WHAT IS BEING ASKED: How many lines in the data below contain the word "vertices"? State only the number.

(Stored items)
BEGIN

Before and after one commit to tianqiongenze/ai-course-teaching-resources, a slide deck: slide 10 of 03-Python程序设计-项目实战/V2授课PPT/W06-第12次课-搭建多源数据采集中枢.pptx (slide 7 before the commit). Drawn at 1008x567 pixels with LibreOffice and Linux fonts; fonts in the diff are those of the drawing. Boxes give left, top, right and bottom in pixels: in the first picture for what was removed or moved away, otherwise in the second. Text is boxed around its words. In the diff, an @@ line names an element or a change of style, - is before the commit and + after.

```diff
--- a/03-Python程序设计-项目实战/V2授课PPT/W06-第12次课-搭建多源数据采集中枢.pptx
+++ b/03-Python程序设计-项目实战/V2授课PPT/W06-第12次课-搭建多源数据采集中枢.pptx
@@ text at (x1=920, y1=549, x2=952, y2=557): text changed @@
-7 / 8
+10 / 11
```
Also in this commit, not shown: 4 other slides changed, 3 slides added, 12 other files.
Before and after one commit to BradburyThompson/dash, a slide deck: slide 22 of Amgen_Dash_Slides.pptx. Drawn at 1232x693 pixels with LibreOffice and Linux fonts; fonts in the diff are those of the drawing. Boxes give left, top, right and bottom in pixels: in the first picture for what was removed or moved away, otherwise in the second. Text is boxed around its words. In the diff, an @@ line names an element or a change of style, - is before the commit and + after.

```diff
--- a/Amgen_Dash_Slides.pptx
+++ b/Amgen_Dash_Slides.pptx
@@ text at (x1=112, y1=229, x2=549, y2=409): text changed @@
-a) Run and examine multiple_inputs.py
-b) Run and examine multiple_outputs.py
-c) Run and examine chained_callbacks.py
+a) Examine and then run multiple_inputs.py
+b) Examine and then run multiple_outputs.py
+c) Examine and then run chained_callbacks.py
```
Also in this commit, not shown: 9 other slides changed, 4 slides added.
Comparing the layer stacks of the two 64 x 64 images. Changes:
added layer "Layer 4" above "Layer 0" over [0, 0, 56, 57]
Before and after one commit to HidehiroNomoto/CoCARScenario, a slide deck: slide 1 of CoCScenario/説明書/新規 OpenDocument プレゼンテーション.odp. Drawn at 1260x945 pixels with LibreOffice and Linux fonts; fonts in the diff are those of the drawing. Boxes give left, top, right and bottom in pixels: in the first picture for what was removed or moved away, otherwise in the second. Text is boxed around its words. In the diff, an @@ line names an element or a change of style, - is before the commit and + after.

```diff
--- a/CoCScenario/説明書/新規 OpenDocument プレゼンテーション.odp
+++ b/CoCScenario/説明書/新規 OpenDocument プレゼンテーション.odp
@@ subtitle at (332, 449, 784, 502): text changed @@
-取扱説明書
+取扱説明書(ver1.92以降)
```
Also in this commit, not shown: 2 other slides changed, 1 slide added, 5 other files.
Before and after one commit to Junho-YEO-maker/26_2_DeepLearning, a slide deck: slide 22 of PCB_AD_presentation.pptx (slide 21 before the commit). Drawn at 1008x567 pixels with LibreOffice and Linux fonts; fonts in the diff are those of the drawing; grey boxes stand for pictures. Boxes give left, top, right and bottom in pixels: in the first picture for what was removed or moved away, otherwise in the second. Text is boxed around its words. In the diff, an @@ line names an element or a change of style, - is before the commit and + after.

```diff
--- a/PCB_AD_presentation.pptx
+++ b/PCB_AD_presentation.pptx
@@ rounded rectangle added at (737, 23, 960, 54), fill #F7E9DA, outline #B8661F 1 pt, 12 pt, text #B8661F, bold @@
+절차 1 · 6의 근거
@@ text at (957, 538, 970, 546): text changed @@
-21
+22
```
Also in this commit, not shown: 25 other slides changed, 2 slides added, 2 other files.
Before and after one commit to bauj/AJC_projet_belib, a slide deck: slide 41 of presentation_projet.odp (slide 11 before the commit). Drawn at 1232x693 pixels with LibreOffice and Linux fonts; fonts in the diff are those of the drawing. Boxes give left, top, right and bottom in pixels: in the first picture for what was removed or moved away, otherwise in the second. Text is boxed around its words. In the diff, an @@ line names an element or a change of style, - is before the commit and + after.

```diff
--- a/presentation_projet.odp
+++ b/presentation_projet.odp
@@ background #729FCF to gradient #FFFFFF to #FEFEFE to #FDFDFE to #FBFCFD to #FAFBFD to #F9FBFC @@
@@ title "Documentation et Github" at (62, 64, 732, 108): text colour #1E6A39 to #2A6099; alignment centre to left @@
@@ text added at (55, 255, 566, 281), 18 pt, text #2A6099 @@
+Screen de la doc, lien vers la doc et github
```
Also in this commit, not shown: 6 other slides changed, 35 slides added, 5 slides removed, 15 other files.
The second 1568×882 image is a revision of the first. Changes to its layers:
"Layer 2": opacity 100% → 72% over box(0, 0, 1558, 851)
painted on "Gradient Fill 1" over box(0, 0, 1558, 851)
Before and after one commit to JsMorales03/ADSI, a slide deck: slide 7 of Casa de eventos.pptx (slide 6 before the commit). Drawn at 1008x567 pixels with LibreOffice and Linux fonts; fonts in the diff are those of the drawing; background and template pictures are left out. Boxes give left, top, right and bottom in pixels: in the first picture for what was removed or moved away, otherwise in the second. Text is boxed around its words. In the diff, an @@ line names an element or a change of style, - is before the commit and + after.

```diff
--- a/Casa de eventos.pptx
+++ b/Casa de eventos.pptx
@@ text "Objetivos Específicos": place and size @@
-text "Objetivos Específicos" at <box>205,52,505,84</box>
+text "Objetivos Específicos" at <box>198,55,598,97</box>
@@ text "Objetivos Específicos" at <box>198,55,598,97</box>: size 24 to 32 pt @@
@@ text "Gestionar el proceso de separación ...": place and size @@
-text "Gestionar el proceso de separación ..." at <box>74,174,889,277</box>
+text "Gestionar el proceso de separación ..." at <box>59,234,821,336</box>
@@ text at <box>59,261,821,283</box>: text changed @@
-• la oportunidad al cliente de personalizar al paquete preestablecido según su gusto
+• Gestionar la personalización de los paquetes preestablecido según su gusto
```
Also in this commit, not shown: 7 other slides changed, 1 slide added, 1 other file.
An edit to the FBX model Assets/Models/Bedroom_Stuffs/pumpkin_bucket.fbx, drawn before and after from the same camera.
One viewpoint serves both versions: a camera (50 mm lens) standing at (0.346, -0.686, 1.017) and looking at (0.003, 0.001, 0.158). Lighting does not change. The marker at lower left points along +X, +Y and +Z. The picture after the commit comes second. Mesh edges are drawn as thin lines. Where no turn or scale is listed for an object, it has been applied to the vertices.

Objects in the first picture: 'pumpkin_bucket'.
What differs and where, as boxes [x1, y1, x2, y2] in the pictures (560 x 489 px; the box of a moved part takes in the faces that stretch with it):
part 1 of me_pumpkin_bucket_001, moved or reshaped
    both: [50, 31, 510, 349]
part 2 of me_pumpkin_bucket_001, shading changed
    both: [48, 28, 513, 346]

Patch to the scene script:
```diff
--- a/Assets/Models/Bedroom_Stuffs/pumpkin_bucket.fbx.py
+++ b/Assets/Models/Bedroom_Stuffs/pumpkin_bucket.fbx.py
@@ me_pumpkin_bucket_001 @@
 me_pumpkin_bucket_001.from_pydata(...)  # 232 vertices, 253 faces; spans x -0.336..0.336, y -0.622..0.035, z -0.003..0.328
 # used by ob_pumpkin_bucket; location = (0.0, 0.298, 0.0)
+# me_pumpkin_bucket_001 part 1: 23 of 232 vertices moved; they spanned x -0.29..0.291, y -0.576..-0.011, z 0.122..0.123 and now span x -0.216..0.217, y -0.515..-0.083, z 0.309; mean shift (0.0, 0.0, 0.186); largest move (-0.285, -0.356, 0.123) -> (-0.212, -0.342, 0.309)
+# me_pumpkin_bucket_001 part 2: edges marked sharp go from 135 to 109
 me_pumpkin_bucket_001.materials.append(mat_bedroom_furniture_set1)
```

END

ANSWER BOX: 3